Spotify is disbanding its founding podcast studio and laying off some of the team. An affected employee tells The Verge that Studio 4, or Spotify Studios as it’s been referenced externally, consisted of 10 to 15 employees and produced shows like Dissect and Chapo: Kingpin on Trial. Spotify called affected employees on Friday and said their last days would be January 21st. They’ll receive two months’ worth of severance. Some employees were reassigned while others were laid off and pointed to the Spotify job board. The studio’s head, Gina Delvac, was also let go.
Spotify declined to comment. In a note to Spotify staff obtained by The Verge, however, Julie McNamara, head of US studios and video, acknowledged the layoffs and said shutting the studio down would enable the company to “move faster and make more significant progress and facilitate more effective collaboration across our organization.”
For a company sharing news of its podcasting endeavors most anywhere it can, Studio 4 rarely, if ever, showed up in the press. (I only documented one public use of it.) However, Studio 4 does occasionally appear in earnings reports as Spotify Studios. It was the first podcasting studio Spotify created and consisted of all the employees who worked on podcasting prior to the company’s major network acquisitions. Additional employees were later hired, but the initial group helped prove the podcasting business model and listener interest with shows like Amy Schumer Presents: 3 Girls 1 Keith, says a former employee who asked not to be identified due to ongoing work in the industry.

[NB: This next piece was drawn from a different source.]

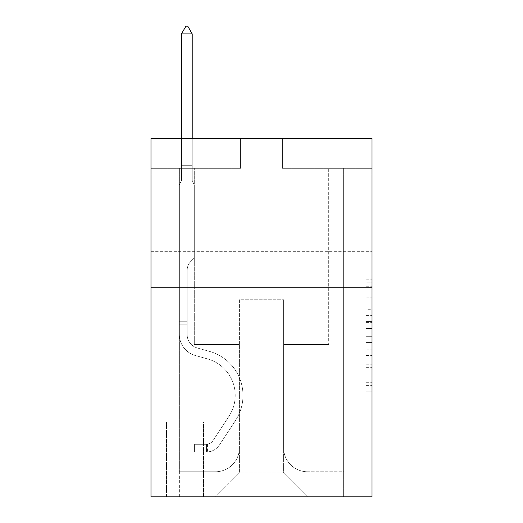 <?xml version="1.0" encoding="UTF-8"?>
<svg xmlns="http://www.w3.org/2000/svg" width="523" height="523" viewBox="0 0 523 523"><rect width="100%" height="100%" fill="white"/><g stroke="black" fill="none" stroke-linecap="round" stroke-linejoin="round"><path stroke-width="0.39" stroke-dasharray="2.62 1.96" d="M366.035 309.714L366.035 328.477L372.01 328.477L372.01 385.353L372.01 279.812L372.01 328.477L366.035 328.477L366.035 278.053L366.035 391.217L366.035 273.947L366.035 383.006L372.01 383.006L366.035 383.006L372.01 383.006L366.035 383.006L366.035 364.243L366.035 391.217L372.01 391.217L372.01 273.947L372.01 382.712L372.01 336.688L366.035 336.688L372.01 336.688L372.01 364.243L372.01 282.159L366.035 282.159L372.01 282.159L372.01 391.217L372.01 279.812L372.01 391.217L366.035 391.217L366.035 273.947L372.01 273.947L372.01 279.812L372.01 273.947L372.01 279.812L372.01 273.947L372.01 278.053L372.01 273.947L366.035 273.947L366.035 282.159L372.01 282.159L366.035 282.159L366.035 309.714L372.01 309.714M372.01 213.116L372.01 174.885L372.01 213.116M150.99 213.116L150.99 174.885L150.99 213.116M204.153 422.185L165.928 422.185L204.153 422.185L204.153 496.85L165.928 496.85L204.153 496.85M165.928 422.185L165.928 496.85M372.01 321.442L372.01 315.578L372.01 321.442L366.035 321.442L366.035 297.842L366.035 367.323L366.035 349.88L372.01 349.88L366.035 349.88L366.035 391.217L372.01 391.217L366.035 391.217L372.01 391.217L366.035 391.217L366.035 273.947L372.01 273.947L366.035 273.947L372.01 273.947L366.035 273.947L366.035 321.442L372.01 321.442M372.01 287.781L372.01 496.85L150.99 496.85L150.99 287.781L372.01 287.781L372.01 138.451L282.407 138.451L372.01 138.451L372.01 168.314L372.01 138.451L150.99 138.451L240.593 138.451L150.99 138.451L150.99 287.781L372.01 287.781L150.99 287.781M372.01 168.314L282.407 168.314L372.01 168.314M328.699 168.314L343.631 168.314L328.699 168.314L343.631 168.314L328.699 168.314L343.631 168.314L328.699 168.314L343.631 168.314L328.699 168.314L343.631 168.314L328.699 168.314L343.631 168.314L328.699 168.314L343.631 168.314L328.699 168.314L343.631 168.314L328.699 168.314L343.631 168.314L328.699 168.314L343.631 168.314L328.699 168.314L343.631 168.314L328.699 168.314L328.699 344.533L283.603 344.533L283.603 472.955L239.397 472.955L283.603 472.955L307.498 496.85L343.631 496.85L343.631 168.314L343.631 496.85L215.502 496.85L307.498 496.85L283.603 472.955L307.498 496.85L283.603 472.955L283.603 299.731L283.603 447.871A23.895 23.895 0 0 0 307.498 471.759L343.631 471.759L343.631 168.314L343.631 471.759L343.631 168.314L343.631 471.759L343.631 168.314L343.631 471.759L343.631 168.314L343.631 471.759L343.631 168.314L343.631 471.759L343.631 168.314L343.631 471.759L343.631 168.314L343.631 471.759L343.631 168.314L343.631 471.759L343.631 168.314L343.631 471.759L307.498 471.759A23.895 23.895 0 0 1 283.603 447.871A23.895 23.895 0 0 0 307.498 471.759A23.895 23.895 0 0 1 283.603 447.871A23.895 23.895 0 0 0 307.498 471.759A23.895 23.895 0 0 1 283.603 447.871A23.895 23.895 0 0 0 307.498 471.759A23.895 23.895 0 0 1 283.603 447.871A23.895 23.895 0 0 0 307.498 471.759A23.895 23.895 0 0 1 283.603 447.871A23.895 23.895 0 0 0 307.498 471.759A23.895 23.895 0 0 1 283.603 447.871A23.895 23.895 0 0 0 307.498 471.759A23.895 23.895 0 0 1 283.603 447.871A23.895 23.895 0 0 0 307.498 471.759A23.895 23.895 0 0 1 283.603 447.871A23.895 23.895 0 0 0 307.498 471.759A23.895 23.895 0 0 1 283.603 447.871A23.895 23.895 0 0 0 307.498 471.759A23.895 23.895 0 0 1 283.603 447.871L283.603 344.533L283.603 447.871L283.603 344.533L283.603 447.871L283.603 344.533L283.603 447.871L283.603 344.533L283.603 447.871L283.603 344.533L283.603 447.871L283.603 344.533L283.603 447.871L283.603 344.533L283.603 447.871L283.603 344.533L283.603 447.871L283.603 344.533L283.603 447.871L283.603 344.533L328.699 344.533L283.603 344.533L328.699 344.533L283.603 344.533L328.699 344.533L283.603 344.533L328.699 344.533L283.603 344.533L328.699 344.533L283.603 344.533L328.699 344.533L283.603 344.533L328.699 344.533L283.603 344.533L328.699 344.533L283.603 344.533L328.699 344.533L283.603 344.533L328.699 344.533L283.603 344.533L328.699 344.533L328.699 168.314M150.99 168.314L240.593 168.314L150.99 168.314L150.99 138.451L150.99 168.314M179.369 168.314L194.301 168.314L179.369 168.314L194.301 168.314L179.369 168.314L194.301 168.314L179.369 168.314L194.301 168.314L179.369 168.314L194.301 168.314L179.369 168.314L194.301 168.314L179.369 168.314L194.301 168.314L179.369 168.314L194.301 168.314L179.369 168.314L194.301 168.314L179.369 168.314L194.301 168.314L179.369 168.314L194.301 168.314L179.369 168.314L179.369 496.85L215.502 496.85L239.397 472.955L239.397 344.533L194.301 344.533L194.301 168.314L194.301 344.533L194.301 168.314L194.301 344.533L194.301 168.314L194.301 344.533L194.301 168.314L194.301 344.533L194.301 168.314L194.301 344.533L194.301 168.314L194.301 344.533L194.301 168.314L194.301 344.533L194.301 168.314L194.301 344.533L194.301 168.314L194.301 344.533L194.301 168.314L194.301 344.533L194.301 168.314L194.301 344.533L239.397 344.533L194.301 344.533L239.397 344.533L194.301 344.533L239.397 344.533L194.301 344.533L239.397 344.533L194.301 344.533L239.397 344.533L194.301 344.533L239.397 344.533L194.301 344.533L239.397 344.533L194.301 344.533L239.397 344.533L194.301 344.533L239.397 344.533L194.301 344.533L239.397 344.533L194.301 344.533L239.397 344.533L239.397 472.955L215.502 496.85L239.397 472.955L215.502 496.85L179.369 496.85L179.369 168.314L179.369 471.759L215.502 471.759A23.895 23.895 0 0 0 239.397 447.871L239.397 344.533L239.397 447.871A23.895 23.895 0 0 1 215.502 471.759A23.895 23.895 0 0 0 239.397 447.871A23.895 23.895 0 0 1 215.502 471.759A23.895 23.895 0 0 0 239.397 447.871A23.895 23.895 0 0 1 215.502 471.759A23.895 23.895 0 0 0 239.397 447.871A23.895 23.895 0 0 1 215.502 471.759A23.895 23.895 0 0 0 239.397 447.871A23.895 23.895 0 0 1 215.502 471.759A23.895 23.895 0 0 0 239.397 447.871A23.895 23.895 0 0 1 215.502 471.759A23.895 23.895 0 0 0 239.397 447.871A23.895 23.895 0 0 1 215.502 471.759A23.895 23.895 0 0 0 239.397 447.871A23.895 23.895 0 0 1 215.502 471.759A23.895 23.895 0 0 0 239.397 447.871A23.895 23.895 0 0 1 215.502 471.759A23.895 23.895 0 0 0 239.397 447.871A23.895 23.895 0 0 1 215.502 471.759L179.369 471.759L215.502 471.759L179.369 471.759L215.502 471.759L179.369 471.759L215.502 471.759L179.369 471.759L215.502 471.759L179.369 471.759L215.502 471.759L179.369 471.759L215.502 471.759L179.369 471.759L215.502 471.759L179.369 471.759L215.502 471.759L179.369 471.759L215.502 471.759L179.369 471.759L179.369 168.314M166.523 496.85L203.558 496.85L166.523 496.85L166.523 422.185L203.558 422.185L203.558 496.85L203.558 422.185L166.523 422.185L166.523 496.85M239.397 299.731L239.397 472.955L239.397 299.731L283.603 299.731L239.397 299.731M282.407 168.314L282.407 138.451L282.407 168.314M240.593 168.314L240.593 138.451L240.593 168.314M366.035 328.477L372.01 328.477L366.035 328.477M366.035 278.053L366.035 273.947L366.035 278.053L372.01 278.053L366.035 278.053M366.035 367.028L366.035 342.552L366.035 367.028L372.01 367.028L366.035 367.028M366.035 342.552L366.035 336.688L372.01 336.688L366.035 336.688L366.035 342.552L372.01 342.552L366.035 342.552M366.035 297.842L366.035 282.159L366.035 297.842L372.01 297.842L366.035 297.842M366.035 273.947L372.01 273.947L366.035 273.947L366.035 279.812L366.035 273.947L372.01 273.947M366.035 391.217L372.01 391.217L366.035 391.217L366.035 385.353L366.035 391.217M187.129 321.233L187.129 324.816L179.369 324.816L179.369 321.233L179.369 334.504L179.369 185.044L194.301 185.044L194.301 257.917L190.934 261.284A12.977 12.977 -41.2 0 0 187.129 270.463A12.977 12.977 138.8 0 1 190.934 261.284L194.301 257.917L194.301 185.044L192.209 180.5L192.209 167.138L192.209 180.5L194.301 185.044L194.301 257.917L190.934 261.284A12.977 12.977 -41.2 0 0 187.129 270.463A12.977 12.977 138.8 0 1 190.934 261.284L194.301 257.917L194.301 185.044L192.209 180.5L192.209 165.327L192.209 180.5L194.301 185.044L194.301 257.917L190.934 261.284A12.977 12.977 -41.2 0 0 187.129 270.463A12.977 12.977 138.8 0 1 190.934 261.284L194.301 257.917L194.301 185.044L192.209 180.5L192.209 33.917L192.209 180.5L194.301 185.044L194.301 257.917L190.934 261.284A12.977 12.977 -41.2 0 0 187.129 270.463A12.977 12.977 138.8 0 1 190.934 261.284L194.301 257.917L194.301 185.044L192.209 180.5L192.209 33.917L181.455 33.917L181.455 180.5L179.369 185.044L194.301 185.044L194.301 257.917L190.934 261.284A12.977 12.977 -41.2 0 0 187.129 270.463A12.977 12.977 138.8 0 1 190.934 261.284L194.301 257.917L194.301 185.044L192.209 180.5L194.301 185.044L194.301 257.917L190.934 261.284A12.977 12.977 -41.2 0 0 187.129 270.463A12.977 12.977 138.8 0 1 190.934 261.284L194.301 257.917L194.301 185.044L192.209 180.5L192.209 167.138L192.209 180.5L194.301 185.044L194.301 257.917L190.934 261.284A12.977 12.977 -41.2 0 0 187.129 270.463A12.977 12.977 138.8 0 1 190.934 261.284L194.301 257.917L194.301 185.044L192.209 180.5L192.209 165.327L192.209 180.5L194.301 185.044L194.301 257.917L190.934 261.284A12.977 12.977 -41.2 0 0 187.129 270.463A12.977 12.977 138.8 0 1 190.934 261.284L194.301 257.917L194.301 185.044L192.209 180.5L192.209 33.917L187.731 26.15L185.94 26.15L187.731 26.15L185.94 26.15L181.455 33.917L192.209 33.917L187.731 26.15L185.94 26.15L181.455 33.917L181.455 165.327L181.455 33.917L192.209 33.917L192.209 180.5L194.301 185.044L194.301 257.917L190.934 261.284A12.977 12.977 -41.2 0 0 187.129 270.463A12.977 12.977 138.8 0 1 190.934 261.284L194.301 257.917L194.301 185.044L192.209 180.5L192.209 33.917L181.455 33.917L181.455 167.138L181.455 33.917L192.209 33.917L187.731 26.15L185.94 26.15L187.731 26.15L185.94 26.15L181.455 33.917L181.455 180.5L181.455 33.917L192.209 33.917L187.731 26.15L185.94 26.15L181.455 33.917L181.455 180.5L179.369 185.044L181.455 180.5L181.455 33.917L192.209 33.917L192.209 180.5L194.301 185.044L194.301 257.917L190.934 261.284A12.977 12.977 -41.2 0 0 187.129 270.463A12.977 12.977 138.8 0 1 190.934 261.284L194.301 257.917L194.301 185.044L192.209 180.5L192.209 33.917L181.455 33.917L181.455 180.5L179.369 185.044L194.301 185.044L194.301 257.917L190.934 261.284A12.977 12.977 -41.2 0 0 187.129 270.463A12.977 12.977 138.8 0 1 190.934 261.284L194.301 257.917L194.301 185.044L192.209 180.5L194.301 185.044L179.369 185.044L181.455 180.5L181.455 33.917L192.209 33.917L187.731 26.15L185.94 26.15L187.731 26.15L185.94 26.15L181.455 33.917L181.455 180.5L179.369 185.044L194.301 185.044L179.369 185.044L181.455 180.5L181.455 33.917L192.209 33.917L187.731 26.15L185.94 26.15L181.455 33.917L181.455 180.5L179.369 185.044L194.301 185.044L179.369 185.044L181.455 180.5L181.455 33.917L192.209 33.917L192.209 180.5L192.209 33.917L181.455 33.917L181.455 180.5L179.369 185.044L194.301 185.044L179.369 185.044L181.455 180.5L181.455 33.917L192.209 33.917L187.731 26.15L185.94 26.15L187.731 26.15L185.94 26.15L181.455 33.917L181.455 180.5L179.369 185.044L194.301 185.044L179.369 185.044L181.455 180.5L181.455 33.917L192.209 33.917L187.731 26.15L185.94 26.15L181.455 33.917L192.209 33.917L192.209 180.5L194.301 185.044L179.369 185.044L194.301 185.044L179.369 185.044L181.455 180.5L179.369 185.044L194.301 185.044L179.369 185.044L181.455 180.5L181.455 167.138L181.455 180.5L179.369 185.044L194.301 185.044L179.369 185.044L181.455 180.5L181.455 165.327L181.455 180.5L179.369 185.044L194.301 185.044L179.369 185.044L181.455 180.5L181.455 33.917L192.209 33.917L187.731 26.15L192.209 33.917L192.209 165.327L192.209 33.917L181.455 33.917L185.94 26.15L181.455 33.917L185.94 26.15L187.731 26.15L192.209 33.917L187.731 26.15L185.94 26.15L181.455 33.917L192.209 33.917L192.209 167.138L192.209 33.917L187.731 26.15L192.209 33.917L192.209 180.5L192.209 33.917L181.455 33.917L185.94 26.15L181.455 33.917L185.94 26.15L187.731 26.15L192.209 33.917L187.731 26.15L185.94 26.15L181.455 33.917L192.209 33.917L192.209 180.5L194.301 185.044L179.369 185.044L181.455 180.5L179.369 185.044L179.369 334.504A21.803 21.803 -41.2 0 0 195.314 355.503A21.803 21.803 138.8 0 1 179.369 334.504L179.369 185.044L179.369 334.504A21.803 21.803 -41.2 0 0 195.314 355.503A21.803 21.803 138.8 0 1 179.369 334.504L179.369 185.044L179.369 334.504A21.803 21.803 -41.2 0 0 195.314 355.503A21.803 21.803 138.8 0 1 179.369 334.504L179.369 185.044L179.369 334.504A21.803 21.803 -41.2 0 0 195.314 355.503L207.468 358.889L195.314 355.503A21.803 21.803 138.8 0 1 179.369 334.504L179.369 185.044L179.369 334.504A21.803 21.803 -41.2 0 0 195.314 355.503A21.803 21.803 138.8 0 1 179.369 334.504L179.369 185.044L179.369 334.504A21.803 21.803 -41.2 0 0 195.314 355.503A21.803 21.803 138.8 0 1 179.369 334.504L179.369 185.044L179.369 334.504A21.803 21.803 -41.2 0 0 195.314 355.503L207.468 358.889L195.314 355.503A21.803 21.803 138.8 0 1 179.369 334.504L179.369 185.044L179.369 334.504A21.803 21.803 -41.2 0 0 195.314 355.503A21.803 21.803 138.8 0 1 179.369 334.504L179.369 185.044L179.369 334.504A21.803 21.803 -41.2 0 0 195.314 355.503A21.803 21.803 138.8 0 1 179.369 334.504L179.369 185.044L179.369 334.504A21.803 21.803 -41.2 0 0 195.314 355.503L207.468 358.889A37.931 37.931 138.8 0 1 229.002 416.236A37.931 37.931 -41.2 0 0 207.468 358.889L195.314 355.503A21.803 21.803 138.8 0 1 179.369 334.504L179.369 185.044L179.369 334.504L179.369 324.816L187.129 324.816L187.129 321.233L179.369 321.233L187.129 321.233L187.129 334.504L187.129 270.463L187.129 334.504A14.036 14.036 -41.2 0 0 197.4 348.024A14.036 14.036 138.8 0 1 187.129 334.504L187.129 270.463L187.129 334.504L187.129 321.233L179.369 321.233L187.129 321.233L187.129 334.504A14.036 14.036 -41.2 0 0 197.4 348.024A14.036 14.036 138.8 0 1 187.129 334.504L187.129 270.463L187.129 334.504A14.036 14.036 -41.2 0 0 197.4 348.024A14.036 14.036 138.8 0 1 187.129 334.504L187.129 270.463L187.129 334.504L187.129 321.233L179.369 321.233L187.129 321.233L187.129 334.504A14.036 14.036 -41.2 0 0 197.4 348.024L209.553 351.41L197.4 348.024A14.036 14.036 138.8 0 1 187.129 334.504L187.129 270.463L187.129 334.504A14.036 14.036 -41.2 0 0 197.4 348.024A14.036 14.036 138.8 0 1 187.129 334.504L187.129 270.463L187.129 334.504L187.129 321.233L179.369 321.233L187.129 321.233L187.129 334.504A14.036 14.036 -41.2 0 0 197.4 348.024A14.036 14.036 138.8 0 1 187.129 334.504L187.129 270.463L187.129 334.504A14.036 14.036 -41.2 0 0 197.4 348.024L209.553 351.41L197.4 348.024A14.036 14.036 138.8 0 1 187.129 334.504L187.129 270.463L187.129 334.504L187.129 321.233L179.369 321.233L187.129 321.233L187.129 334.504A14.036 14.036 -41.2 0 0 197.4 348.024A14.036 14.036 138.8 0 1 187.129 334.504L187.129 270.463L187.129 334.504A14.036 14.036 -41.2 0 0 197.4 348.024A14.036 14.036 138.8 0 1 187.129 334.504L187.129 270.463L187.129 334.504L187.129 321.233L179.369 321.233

The team eventually rounded out Spotify’s in-house studio offerings, including its three acquired networks: Parcast, Gimlet, and The Ringer. The Studio 4 name is literal, as in it’s the fourth studio at Spotify. It’s also, as one Spotify employee put it to me, “insulting” to the people who work there, given that it has no brand identity or mission statement. They say it often operated more like a “junk drawer” for projects that didn’t find a home within the other three networks.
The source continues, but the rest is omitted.